*Exercise requirements:*
Looking through the data below, work out how many lines have the word "Alignment". Reply with that number only.

*Records for the exercise:*
::::::::::

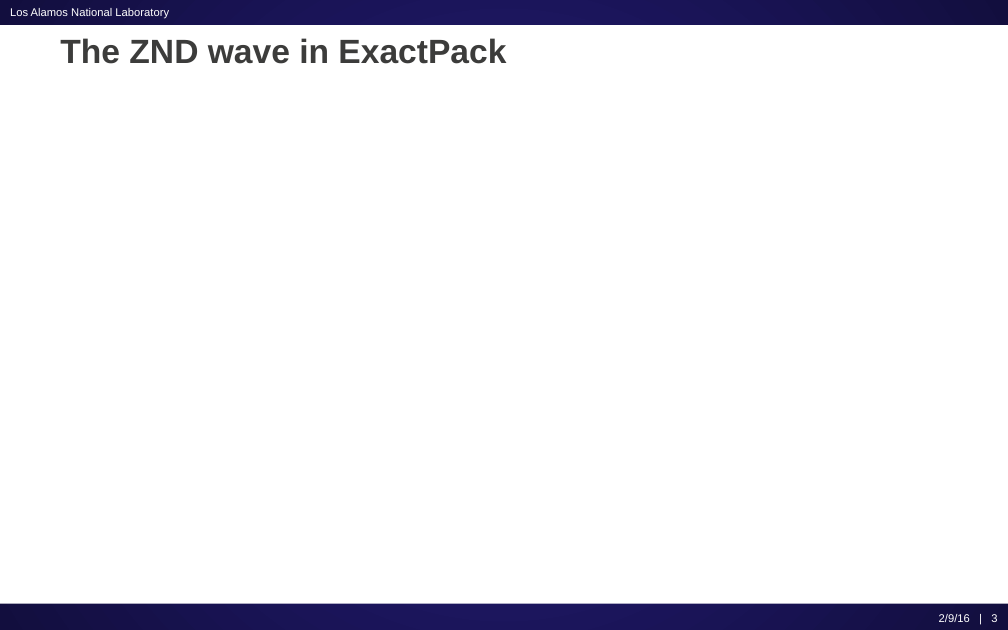
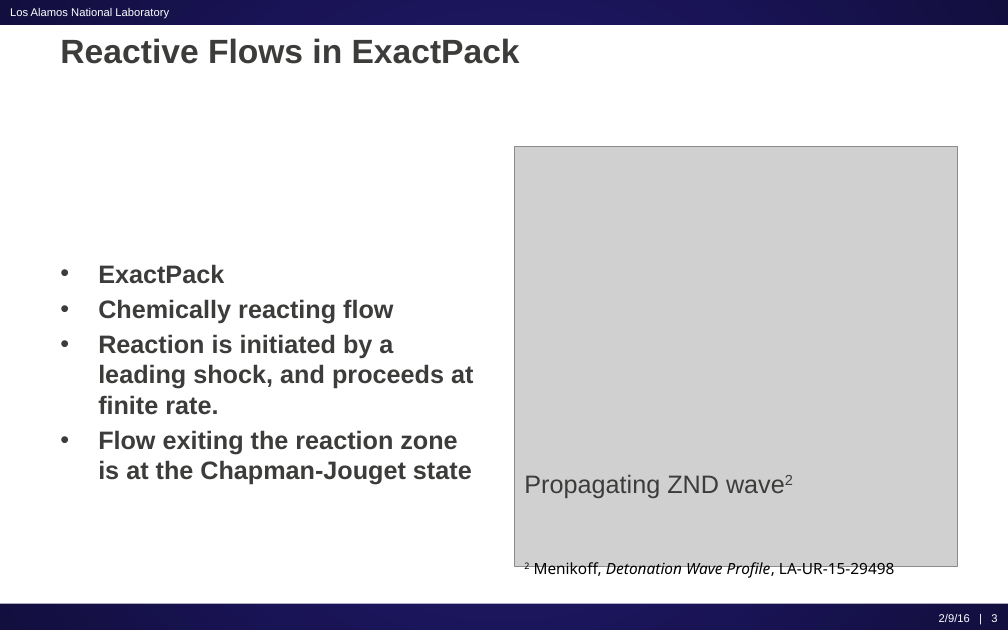
Before and after one commit to lanl/EOSlib, a slide deck: slide 3 of doc/ASME V&V Symposium/ASME V&V Symposium.pptx. Drawn at 1008x630 pixels with LibreOffice and Linux fonts; fonts in the diff are those of the drawing; grey boxes stand for pictures. Boxes give left, top, right and bottom in pixels: in the first picture for what was removed or moved away, otherwise in the second. Text is boxed around its words. In the diff, an @@ line names an element or a change of style, - is before the commit and + after.

```diff
--- a/doc/ASME V&V Symposium/ASME V&V Symposium.pptx
+++ b/doc/ASME V&V Symposium/ASME V&V Symposium.pptx
@@ title at (x1=60, y1=38, x2=520, y2=64): text changed @@
-The ZND wave in ExactPack
+Reactive Flows in ExactPack
@@ picture added at (x1=514, y1=147, x2=958, y2=566) @@
@@ text added at (x1=98, y1=264, x2=473, y2=485), 18 pt, text #3C3C3B, bold @@
+• ExactPack
+• Chemically reacting flow
+• Reaction is initiated by a leading shock, and proceeds at finite rate.
+• Flow exiting the reaction zone is at the Chapman-Jouget state
@@ text added at (x1=524, y1=475, x2=895, y2=579), 11 pt, text #000000 @@
+Propagating ZND wave2
+2 Menikoff, Detonation Wave Profile, LA-UR-15-29498
```
Also in this commit, not shown: 1 other slide changed, 2 slides added, 1 other file.
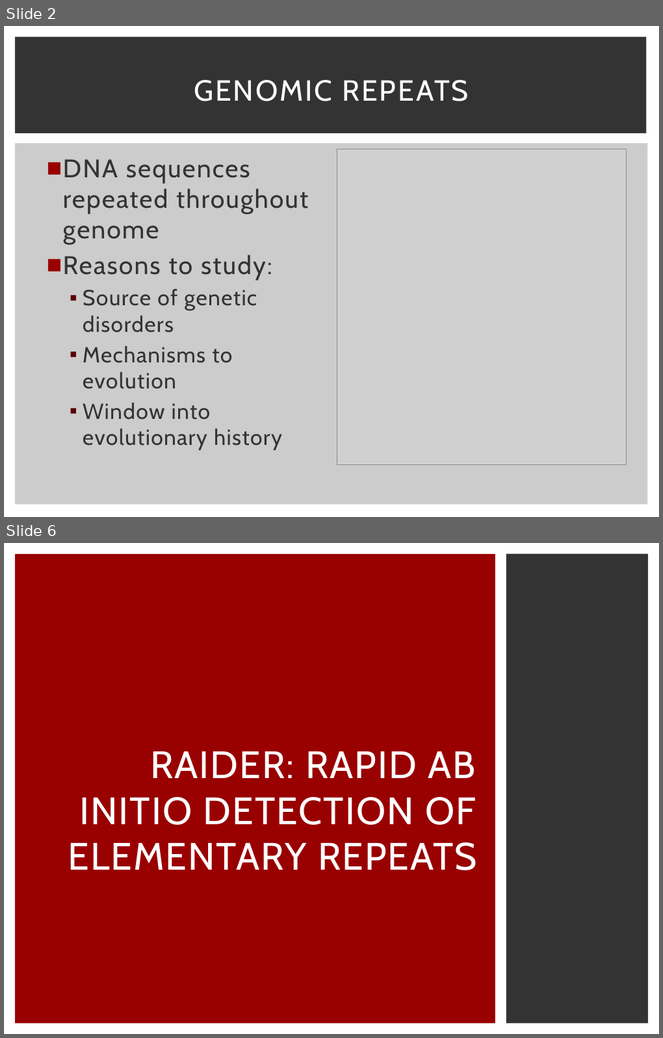
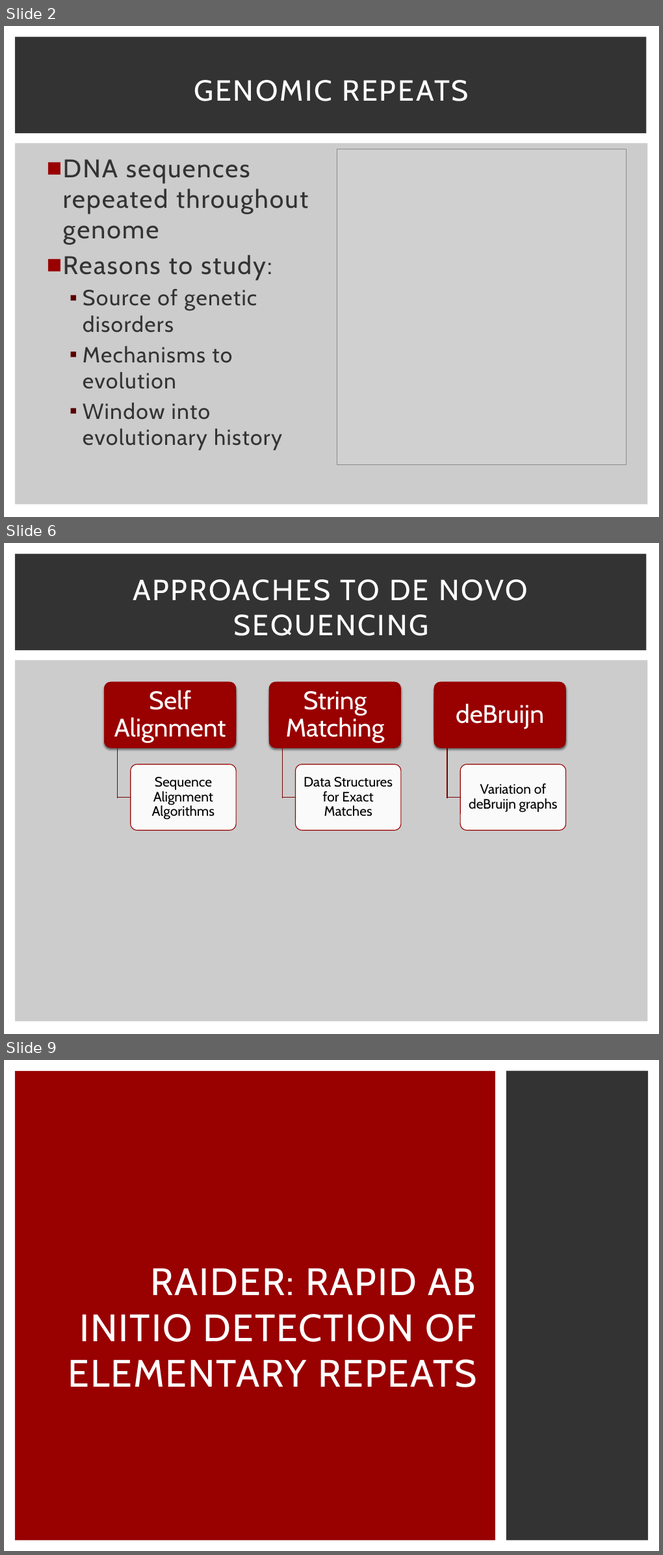
Before and after one commit to schaefce/proposal, a slide deck: GLBio.pptx. Shown one above the other, each under a label of ours: slides 2 and 6 before the commit, slides 2, 6 and 9 after it; the slides between them are not shown. The pictures are 663x1038 and 663x1555 pixels, drawn with LibreOffice and Linux fonts; fonts in the diff are those of the drawing; grey boxes stand for pictures. Boxes give left, top, right and bottom in pixels: in the first picture for what was removed or moved away, otherwise in the second. Text is boxed around its words. In the diff, an @@ line names an element or a change of style, - is before the commit and + after.

```diff
--- a/GLBio.pptx
+++ b/GLBio.pptx
@@ slide 6 added at bbox=[4, 543, 659, 1034], background #FFFFFF; not listed: 2 template elements that a slide beside it also shows @@
@@ title added at bbox=[133, 579, 528, 636], 32 pt, text #FFFFFF @@
+APPROACHES TO DE NOVO SEQUENCING
@@ group added at bbox=[104, 682, 566, 962]: 9 freeform shapes, 6 rounded rectangles, 6 texts @@
+Self Alignment
+Sequence Alignment Algorithms
+String Matching
+Data Structures for Exact Matches
+deBruijn
+Variation of deBruijn graphs
@@ rectangle added at bbox=[76, 799, 121, 971], fill #CCCCCC, outline #CCCCCC 1.5 pt @@
@@ rectangle added at bbox=[246, 799, 292, 971], fill #CCCCCC, outline #CCCCCC 1.5 pt @@
@@ rectangle added at bbox=[408, 799, 454, 971], fill #CCCCCC, outline #CCCCCC 1.5 pt @@
@@ rectangle added at bbox=[110, 834, 596, 1005], fill #CCCCCC, outline #CCCCCC 1.5 pt @@
@@ what was slide 6 is now slide 9 @@
```
Also in this commit, not shown: 5 slides changed, 17 other slides added, 1 slide removed.

::::::::::

*Exercise answer:*
2